General information
- Type: Fighter
- National origin: Italy
- Manufacturer: Aeronautica Umbra
- Designer: Felice Trojani
- Number built: 1

History
- First flight: 22 April 1939

= Aeronautica Umbra Trojani AUT.18 =

Italian fighter prototype

The AUT.18 was a prototype fighter aircraft developed in Italy by Aeronautica Umbra shortly before the outbreak of World War II. It was designed in 1934 by Felice Trojani, who at that time was collaborating with Umberto Nobile on the Arctic flights of the airships Norge and Italia. The aircraft's designation came from initials of the manufacturer, the surname of the designer, and the aircraft's wing area (18 m^{2}), the sole prototype receiving the serial no. M.M.363.

==Design & Development==
Born from the same Regia Aeronautica requirement that spawned the Caproni-Vizzola F.5, FIAT G.50, Macchi C.200, Meridionali Ro 51 and Reggiane Re 2000 fighters, the A.U.T.18 flew for the first time on 22 April 1939, powered by a 1,044 hp Fiat A.80 R.C.41 radial engine. The fighter had an all-metal stressed-skin structure, covered in duralumin, featuring an inwardly-retracting undercarriage and retractable tail-wheel and was armed with two 12.7 mm Breda-SAFAT machine-guns mounted in the wings just outboard of the undercarriage.

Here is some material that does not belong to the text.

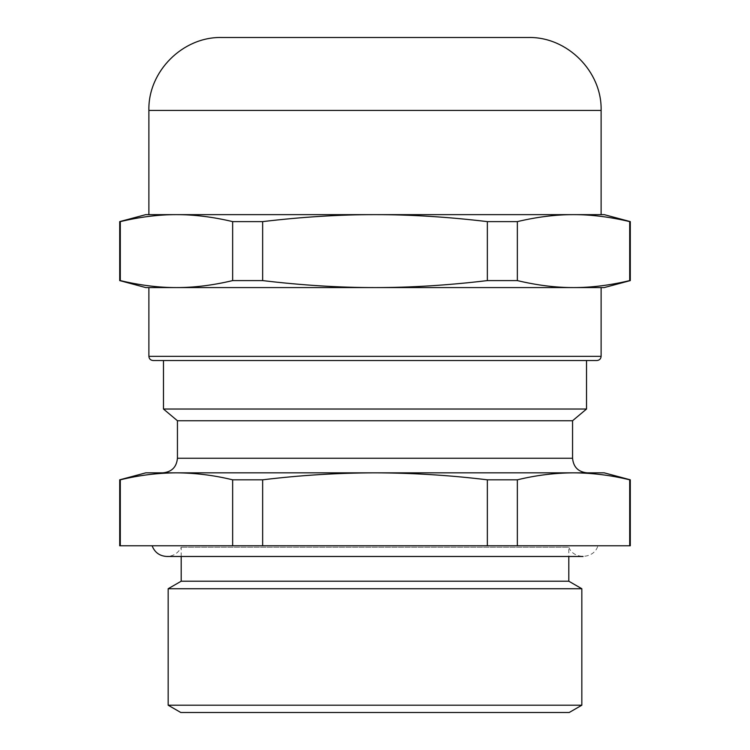 <?xml version="1.0" encoding="UTF-8"?>
<svg xmlns="http://www.w3.org/2000/svg" width="750" height="750" viewBox="0 0 750 750"><rect width="100%" height="100%" fill="white"/><g stroke="black" fill="none" stroke-linecap="round" stroke-linejoin="round"><path stroke-width="0.56" stroke-dasharray="3.75 2.81" d="M597.891 545.784L152.109 545.784L597.891 545.784C594.281 559.003 573.741 560.044 568.809 547.256L181.191 547.256L568.809 547.256L568.809 556.472M153.056 360.516L596.944 360.516M586.528 360.516L163.472 360.516L586.528 360.516M145.762 287.578L176.475 287.578C194.175 287.616 212.897 285.291 232.65 280.594L232.65 221.616C212.897 216.928 194.175 214.603 176.475 214.641C158.775 214.603 140.044 216.928 120.3 221.616L120.3 280.594C140.044 285.291 158.775 287.616 176.475 287.578L375 287.578C410.4 287.616 447.853 285.291 487.35 280.594L487.35 221.616C447.853 216.928 410.4 214.603 375 214.641C339.6 214.603 302.147 216.928 262.65 221.616L262.65 280.594C302.147 285.291 339.6 287.616 375 287.578L573.525 287.578C591.225 287.616 609.956 285.291 629.7 280.594L629.7 221.616C609.956 216.928 591.225 214.603 573.525 214.641C555.825 214.603 537.103 216.928 517.35 221.616L517.35 280.594C537.103 285.291 555.825 287.616 573.525 287.578L604.237 287.578M119.709 280.594L120.3 280.594M232.65 280.594L262.65 280.594M487.35 280.594L517.35 280.594M119.709 221.616L120.3 221.616M145.762 214.641L604.237 214.641M232.65 221.616L262.65 221.616M487.35 221.616L517.35 221.616M629.7 221.616L630.291 221.616M629.7 280.594L630.291 280.594M573.525 214.641L176.475 214.641M148.884 214.641L601.116 214.641M573.525 287.578L176.475 287.578M148.884 287.578L601.116 287.578M119.709 545.784L630.291 545.784M569.203 712.5L180.797 712.5M168.169 705.206L581.831 705.206M581.831 588.731L168.169 588.731M181.191 581.213L568.809 581.213M587.147 472.847L162.853 472.847M145.762 472.847L604.237 472.847M375 472.847L573.525 472.847C554.812 472.931 536.081 475.256 517.35 479.822L487.35 479.822C449.878 475.256 412.434 472.931 375 472.847C337.566 472.931 300.122 475.256 262.65 479.822L232.65 479.822C213.919 475.256 195.188 472.931 176.475 472.847L375 472.847M572.559 420.741L177.431 420.741M163.472 409.031L586.528 409.031M630.291 479.822L629.7 479.822C610.969 475.256 592.247 472.931 573.525 472.847M629.7 545.784L629.7 479.822M517.35 545.784L517.35 479.822M232.65 545.784L232.65 479.822M120.3 545.784L120.3 479.822L119.709 479.822M176.475 472.847C157.753 472.931 139.031 475.256 120.3 479.822M262.65 545.784L262.65 479.822M487.35 545.784L487.35 479.822M601.116 110.438L148.884 110.438M148.884 356.344L601.116 356.344M177.441 458.259L572.559 458.259M181.191 556.472L181.191 547.256C178.247 553.116 173.494 556.191 166.931 556.472L583.069 556.472"/><path stroke-width="1.12" d="M596.944 360.516L153.056 360.516C150.506 360.244 149.109 358.856 148.884 356.344L601.116 356.344C600.862 358.884 599.475 360.272 596.944 360.516M528.169 37.5L221.831 37.5L528.169 37.5C567.15 36.497 602.119 71.466 601.116 110.438L601.116 214.641L573.525 214.641C591.225 214.603 609.956 216.928 629.7 221.616L629.7 280.594C609.956 285.291 591.225 287.616 573.525 287.578C555.825 287.616 537.103 285.291 517.35 280.594L517.35 221.616C537.103 216.928 555.825 214.603 573.525 214.641L375 214.641C410.4 214.603 447.853 216.928 487.35 221.616L487.35 280.594C447.853 285.291 410.4 287.616 375 287.578C339.6 287.616 302.147 285.291 262.65 280.594L262.65 221.616C302.147 216.928 339.6 214.603 375 214.641L176.475 214.641C194.175 214.603 212.897 216.928 232.65 221.616L232.65 280.594C212.897 285.291 194.175 287.616 176.475 287.578C158.775 287.616 140.044 285.291 120.3 280.594L120.3 221.616C140.044 216.928 158.775 214.603 176.475 214.641L145.762 214.641L119.709 221.616L119.709 280.594L120.3 280.594M573.525 214.641L604.237 214.641L630.291 221.616L630.291 280.594L604.237 287.578L145.762 287.578L119.709 280.594M262.65 280.594L232.65 280.594M517.35 280.594L487.35 280.594M120.3 221.616L119.709 221.616M262.65 221.616L232.65 221.616M517.35 221.616L487.35 221.616M630.291 221.616L629.7 221.616M630.291 280.594L629.7 280.594M176.475 214.641L148.884 214.641L148.884 110.438L601.116 110.438M601.116 356.344L601.116 287.578L573.525 287.578M176.475 287.578L148.884 287.578L148.884 356.344M630.291 479.822L604.237 472.847L573.525 472.847C592.247 472.931 610.969 475.256 629.7 479.822L630.291 479.822L630.291 545.784L119.709 545.784L119.709 479.822L120.3 479.822C139.031 475.256 157.753 472.931 176.475 472.847L145.762 472.847L119.709 479.822M180.797 712.5L569.203 712.5L581.831 705.206L168.169 705.206L180.797 712.5M568.809 556.472L568.809 581.213L181.191 581.213L168.169 588.731L581.831 588.731L581.831 705.206M568.809 581.213L581.831 588.731M487.35 545.784L487.35 479.822L517.35 479.822C536.081 475.256 554.812 472.931 573.525 472.847L587.147 472.847C578.288 471.975 573.422 467.119 572.559 458.259L572.559 420.741L586.528 409.031L586.528 360.516M572.559 458.259L177.441 458.259C176.578 467.119 171.713 471.975 162.853 472.847L176.475 472.847C195.188 472.931 213.919 475.256 232.65 479.822L262.65 479.822C300.122 475.256 337.566 472.931 375 472.847L176.475 472.847M573.525 472.847L375 472.847C412.434 472.931 449.878 475.256 487.35 479.822M586.528 409.031L163.472 409.031L163.472 360.516M177.441 458.259L177.441 420.741L572.569 420.741M262.65 545.784L262.65 479.822M120.3 545.784L120.3 479.822M232.65 545.784L232.65 479.822M629.7 545.784L629.7 479.822M517.35 545.784L517.35 479.822M152.109 545.784C154.763 552.525 159.703 556.087 166.931 556.472L583.069 556.472M148.884 110.438C147.881 71.466 182.85 36.497 221.831 37.5M168.169 588.731L168.169 705.206M177.431 420.741L163.472 409.031M181.191 556.472L181.191 581.213"/></g></svg>

Flight trials proved disappointing and lagged behind the other fighters in Progetto R - the modernisation (riammodernamento) of the Regia Aeronautica. With no production orders forthcoming, despite the prototype being returned to the Umbra factory at Foligno for modifications on 20 February 1940 and a second flight test series from 5 November 1940, no improvement was demonstrated over fighters already in production so the A.U.T.18 was abandoned.

==Operational history==
After delivery to the Regia Aeronautica on 5 November 1940 the fate of the prototype is not known, possibly being transferred to Germany for evaluation, it was also rumoured to have been captured by British forces, but it is more likely that it was destroyed in a raid after its transfer to Orvieto.